Can Text-to-Video Generation help Video-Language Alignment?

Abstract

Recent video-language alignment models are trained on sets of videos, each with an associated positive caption and a negative caption generated by large language models. A problem with this procedure is that negative captions may introduce linguistic biases, i.e., concepts are seen only as negatives and never associated with a video. While a solution would be to collect videos for the negative captions, existing databases lack the fine-grained variations needed to cover all possible negatives. In this work, we study whether synthetic videos can help to overcome this issue. Our preliminary analysis with multiple generators shows that, while promising on some tasks, synthetic videos harm the performance of the model on others. We hypothesize this issue is linked to noise (semantic and visual) in the generated videos and develop a method, SynViTA, that accounts for those. SynViTA dynamically weights the contribution of each synthetic video based on how similar its target caption is w.r.t the real counterpart. Moreover, a semantic consistency loss makes the model focus on fine-grained differences across captions, rather than differences in video appearance. Experiments show that, on average, SynViTA improves over existing methods on VideoCon test sets and SSv2-Temporal, SSv2-Events, and ATP-Hard benchmarks, being a first promising step for using synthetic videos when learning video-language models.

Can synthetic videos help VLA?

We first conduct a preliminary study to evaluate whether these generated videos can augment the training set of real videos and enhance performance on various video-related tasks. Our analysis shows that, while adding synthetic videos shows some promise, it does not consistently improve performance on temporally challenging downstream tasks, regardless of the generator.

We also analyze the effects of different misalignment types (i.e., semantically plausible changes in the video captions) on the generated videos.

We notice that videos generated by, e.g., introducing hallucination into the captions or reversing event order, align more with positive captions than with their target captions.

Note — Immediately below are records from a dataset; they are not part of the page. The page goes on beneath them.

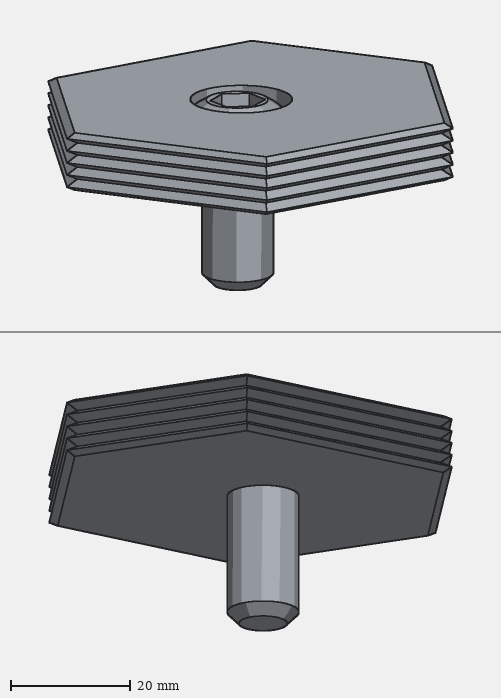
import cadquery as cq
import math


side_count = 6
nearest_side = 30.0
side_step = 1.0
nearest_side_angle = 180
plate_thickness = 10.0

ridge_count = 5
flank_angle = 30
flank_slope = math.tan(math.radians(flank_angle))
rim_inset = 1.4
rim_height = rim_inset * flank_slope
ridge_pitch = (plate_thickness - 2 * rim_height) / (ridge_count - 1)
groove_inset = ridge_pitch / 2 / flank_slope

shank_diameter = 12.05
shank_length = 25.0
shank_chamfer = 2.0
shank_below_plate = 22.4
screw_length = 32
eccentricity = 1.0
head_radius = 8.4
dome_radius = 11.7
dome_flat_radius = 5.2
dome_offset = 1.2
socket_sides = 6
socket_across_flats = 8.0
socket_depth = 4.5

screw_bottom = -shank_below_plate
screw_top = screw_bottom + screw_length
seat_height = screw_bottom + shank_length

counterbore_radius = 8.5


def hexagon_outline(inset, height):
    """Closed outline of the plate at a height, with every side moved inward by the inset."""
    corner_turn = math.radians(360 / side_count)
    corners = []
    for index in range(side_count):
        angle = math.radians(nearest_side_angle) + index * corner_turn
        distance = nearest_side + index * side_step - inset
        next_distance = nearest_side + (index + 1) % side_count * side_step - inset
        along_side = (next_distance - distance * math.cos(corner_turn)) / math.sin(corner_turn)
        x = distance * math.cos(angle) - along_side * math.sin(angle)
        y = distance * math.sin(angle) + along_side * math.cos(angle)
        corners.append(cq.Vector(x, y, height))
    return cq.Wire.makePolygon(corners, close=True)


def ridged_blank():
    """Plate without its hole: flat flanks between the ridge tips and the groove bottoms."""
    outlines = [hexagon_outline(rim_inset, 0)]
    for ridge in range(ridge_count):
        tip_height = rim_height + ridge * ridge_pitch
        if ridge > 0:
            outlines.append(hexagon_outline(groove_inset, tip_height - ridge_pitch / 2))
        outlines.append(hexagon_outline(0, tip_height))
    outlines.append(hexagon_outline(rim_inset, plate_thickness))
    return cq.Workplane(cq.Solid.makeLoft(outlines, True))


def make_plate():
    shank_hole = (
        cq.Workplane("XY")
        .center(-eccentricity, 0)
        .circle(shank_diameter / 2)
        .extrude(plate_thickness)
    )
    counterbore = (
        cq.Workplane("XY")
        .workplane(offset=seat_height)
        .circle(counterbore_radius)
        .extrude(plate_thickness - seat_height)
    )
    return ridged_blank().cut(shank_hole).cut(counterbore)


def make_head():
    """Round head whose top is a dome, cut flat at the top of the screw."""
    cylinder = (
        cq.Workplane("XY")
        .workplane(offset=seat_height)
        .circle(head_radius)
        .extrude(screw_top - seat_height)
    )
    dome_centre_height = screw_top - math.sqrt(dome_radius**2 - dome_flat_radius**2)
    dome = cq.Workplane("XY").sphere(dome_radius).translate((-dome_offset, 0, dome_centre_height))
    return cylinder.intersect(dome)


def make_screw():
    shank = (
        cq.Workplane("XY")
        .workplane(offset=screw_bottom)
        .center(-eccentricity, 0)
        .circle(shank_diameter / 2)
        .extrude(shank_length)
        .faces("<Z")
        .chamfer(shank_chamfer)
    )
    socket_across_corners = socket_across_flats / math.cos(math.pi / socket_sides)
    socket = (
        cq.Workplane("XY")
        .workplane(offset=screw_top - socket_depth)
        .center(-eccentricity, 0)
        .polygon(socket_sides, socket_across_corners)
        .extrude(socket_depth)
    )
    return shank.union(make_head()).cut(socket)


plate = make_plate()
screw = make_screw()

result = cq.Compound.makeCompound([plate.val(), screw.val()])

Such noisy supervision signals may lead to ineffective learning, limiting improvements on downstream tasks.

Qualitative Results

Image showing video-language alignment scores for the video-language entailment task on VideoCon Human and VideoCon Human Hard using SynViTA.

Examples of video-language alignment scores assigned by SynViTA (mPLUG-Owl 7B) and SynViTA (Video-LLaVA), compared to baselines trained without synthetic videos, on the video-language entailment task for VideoCon Human and VideoCon Human Hard.

Image showing video-language alignment scores for the video question answering task on ATP-Hard using SynViTA.

Examples of video-language alignment scores assigned by SynViTA (mPLUG-Owl 7B) and SynViTA (Video-LLaVA), compared to baselines trained without synthetic videos, on the video question answering task on ATP-Hard.

Image showing rankings based on video-language alignment scores for the text-to-video retrieval task on SSv2-Events using SynViTA (mPLUG-Owl 7B).

Rankings based on video-language alignment scores for the text-to-video retrieval task on SSv2-Events, using SynViTA (mPLUG-Owl 7B) against baselines trained without synthetic videos.

Image showing rankings based on video-language alignment scores for the text-to-video retrieval task on SSv2-Temporal using SynViTA (Video-LLaVA).

Rankings based on video-language alignment scores for the text-to-video retrieval task on SSv2-Temporal, using SynViTA (Video-LLaVA) against baselines trained without synthetic videos.